• _TASK OBJECTIVE_: Search the material for "arrow" and copy each line in which it is found.

((

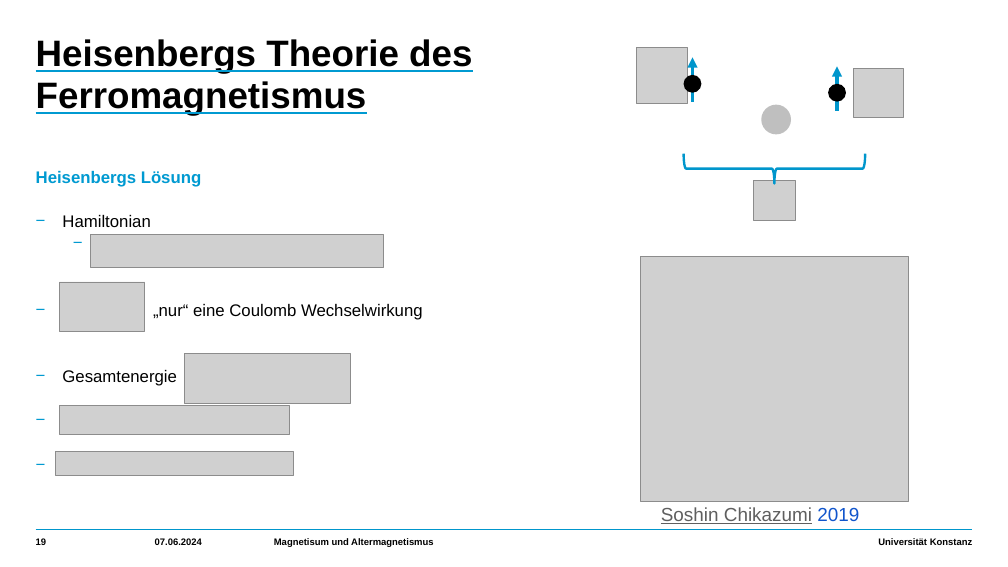
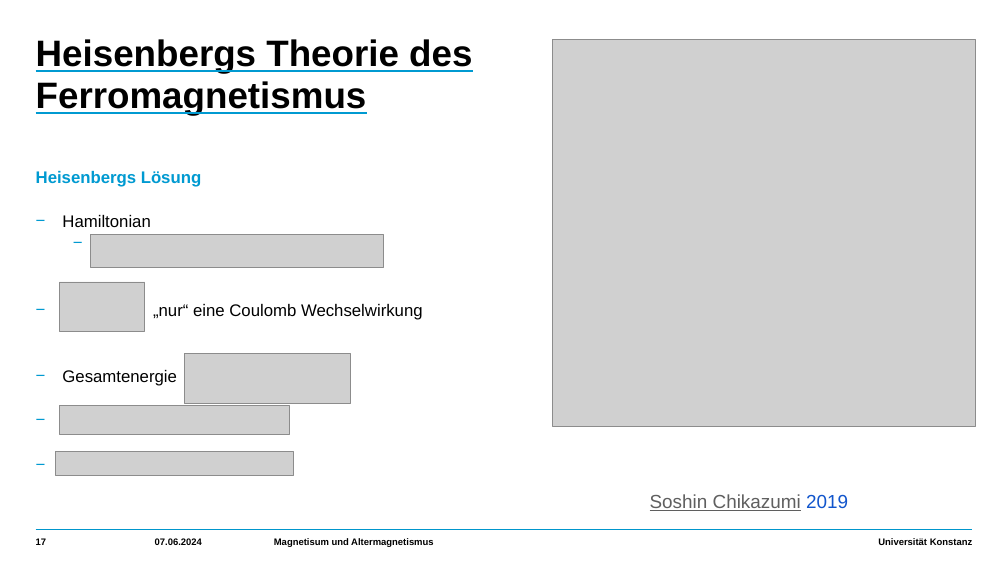
Before and after one commit to HolykingJulex/EstimateSeminar, a slide deck: slide 17 of Vortrag.pptx (slide 19 before the commit). Drawn at 1008x567 pixels with LibreOffice and Linux fonts; fonts in the diff are those of the drawing; grey boxes stand for pictures; background and template pictures are left out. Boxes give left, top, right and bottom in pixels: in the first picture for what was removed or moved away, otherwise in the second. Text is boxed around its words. In the diff, an @@ line names an element or a change of style, - is before the commit and + after.

```diff
--- a/Vortrag.pptx
+++ b/Vortrag.pptx
@@ picture: place and size @@
-picture at (640,256,908,501)
+picture at (553,39,976,426)
@@ picture removed at (637,48,687,104) @@
@@ arrow removed from (693, 101) to (693, 57) @@
@@ ellipse removed at (684,75,702,93) @@
@@ ellipse removed at (828,84,846,102) @@
@@ arrow removed from (837, 110) to (837, 67) @@
@@ picture removed at (854,69,904,117) @@
@@ ellipse removed at (761,104,791,134) @@
@@ right brace removed at (684,154,865,183) @@
@@ picture removed at (754,181,796,220) @@
@@ text "Soshin Chikazumi 2019": place and size @@
-text "Soshin Chikazumi 2019" at (661,507,859,524)
+text "Soshin Chikazumi 2019" at (650,494,848,511)
@@ page number at (36,538,47,545): text changed @@
-19
+17
```
Also in this commit, not shown: 35 other slides changed, 3 slides added, 4 slides removed, 3 other files.

))

• _SOLUTION_:
@@ arrow removed from (693, 101) to (693, 57) @@
@@ arrow removed from (837, 110) to (837, 67) @@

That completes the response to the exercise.